Суперкрасотки родили больше детей, чем представительницы двух “нижних четвертей”, но все-таки меньше, чем просто привлекательные барышни. Чем это объясняется — завышенной самооценкой, заботой о фигуре или чем-то еще, — пока неизвестно (Jokela, 2009).
Кроме того, отбор по-прежнему отлично работает на уровне эмбрионов. Зигота (оплодотворенная яйцеклетка), совсем уж перегруженная вредными мутациями, долго не протянет, она будет “отбракована” на ранних стадиях эмбрионального развития. Правда, такой отбор действовал и на дрозофил в опытах Кондрашова — и не спас несчастных от вырождения. Я возлагаю большие надежды на технологию экстракорпорального оплодотворения (ЭКО), за которую ее создатели недавно получили Нобелевскую премию. Методика “зачатия в пробирке” предполагает создание нескольких “запасных” зигот, которые доращиваются до определенной (очень ранней) стадии эмбрионального развития, а затем из этих зародышей отбирают самых здоровеньких для пересаживания в матку будущей матери.
“Лишние” эмбрионы при этом погибают. Их можно использовать для научных исследований, весьма важных для развития медицины. Гуманизм и человеколюбие на эти крохотные комочки клеток, по идее, не должны распространяться, потому что у них нет ничего похожего на нервную систему, а значит, и души нет ни на грош, что бы там ни говорили идеалисты и мистики.
Если мы научимся быстро и без вреда для эмбрионов проводить их генетический анализ, то сможем отсеивать вредные мутации гораздо эффективнее, чем это сделал бы обычный естественный отбор.
Очищающий отбор действительно стал слабее, но нам, возможно, сейчас и не нужен сильный. Дело в том, что численность человечества сегодня беспрецедентно высока: нас почти семь миллиардов. Такой численности никогда не бывало ни у одного вида наземных позвоночных нашего размера за всю историю Земли. Между тем численность популяции имеет самое прямое отношение к эффективности действия отбора на слабовредные мутации: чем популяция больше, тем меньше шансов у слабовредной мутации распространиться в генофонде.

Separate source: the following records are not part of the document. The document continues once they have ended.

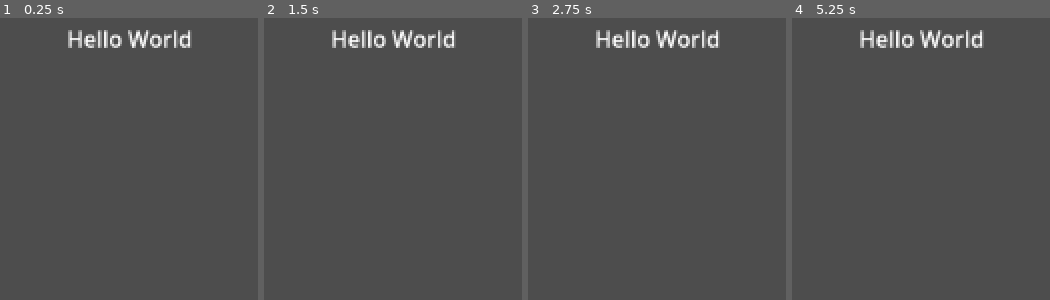
Above: before the commit, frames 1-4 (left to right).
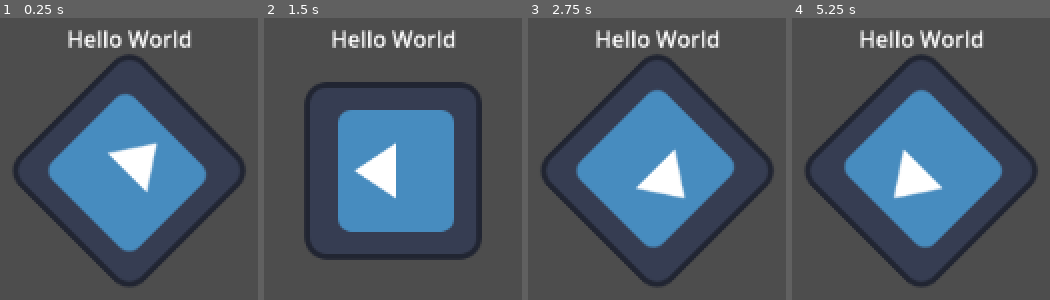
Above: after the commit, the same moments.

Repository: Final-Parsec/office-sim
Game: Godot game, scene res://label.tscn
Same seed, same stepped clock (60 frames per second), same inputs: the game is played once before the commit and once after it. The engine's default icon, where the game draws it, is replaced by a stand-in: a white triangle on a blue panel in a dark square.
Inputs:
- Up to frame 1 (0.25 s): no input
- Up to frame 2 (1.5 s): no input
- Up to frame 3 (2.75 s): no input
- Up to frame 4 (5.25 s): no input

The runs differ from the first frame. In frame 1, 25% of the frame differs, in the area x 4-96%, y 12-96%; in frame 2, 25%; in frame 3, 25%; in frame 4, 25%.

Commit message:
script that rotates a sprite

Diff:
--- a/game/label.tscn
+++ b/game/label.tscn
@@ -1,4 +1,7 @@
-[gd_scene format=3 uid="uid://smtevmifccpf"]
+[gd_scene load_steps=3 format=3 uid="uid://smtevmifccpf"]
+
+[ext_resource type="Texture2D" uid="uid://b8mkmcnmbvlkg" path="res://icon.svg" id="1_occri"]
+[ext_resource type="Script" path="res://sprite_2d.gd" id="2_ut6mh"]
 
 [node name="Label" type="Label"]
 offset_left = 524.0
@@ -6,3 +9,10 @@
 offset_right = 615.0
 offset_bottom = 312.0
 text = "Hello World"
+
+[node name="Ball" type="Node" parent="."]
+
+[node name="Sprite2D" type="Sprite2D" parent="Ball"]
+position = Vector2(569, 396)
+texture = ExtResource("1_occri")
+script = ExtResource("2_ut6mh")
--- /dev/null
+++ b/game/sprite_2d.gd
@@ -0,0 +1,7 @@
+extends Sprite2D
+
+var speed = 400
+var angular_speed = PI
+
+func _process(delta: float):
+	rotation += angular_speed * delta

Попробуем разобраться, почему это так. Рассмотрим сначала маленькую популяцию из 1000 особей. Пусть половина этих особей несет в своем генотипе слабовредную мутацию, снижающую репродуктивный успех на 0,01 % (одну десятитысячную) по сравнению с носителями немутантного аллеля того же гена. Мутация с таким слабым негативным эффектомв популяции из 1000 особей будет просто-напросто невидима для отбора. Говоря упрощенно, если в поколении 1 было 500 мутантов, то в поколении 2 их число должно уменьшиться на 0,01 %. Что это будет означать на практике? Попробуем рассчитать среднее ожидаемое число мутантов во втором поколении: 500 – (0,01 х 500 / 100) = 499,95. Но число особей не может быть дробным. На самом деле мы получим целое число мутантов, близкое к 500: их может оказаться 482, или 512, или 501, или 497. Вероятность того, что мутантов окажется меньше 500, чуть больше вероятности того, что их окажется больше 500. Однако это различие вероятностей будет пренебрежимо малым. Иными словами, данная мутация в популяции из 1000 особей будет вести себя фактически как нейтральная. Ее частота будет меняться по закону случайных блужданий, и в конце концов мутация либо зафиксируется, либо элиминируется. Вероятность фиксации слабовредной мутации в этом случае будет близка к 0,5, как и у любой нейтральной мутации (при исходной частоте 0,5).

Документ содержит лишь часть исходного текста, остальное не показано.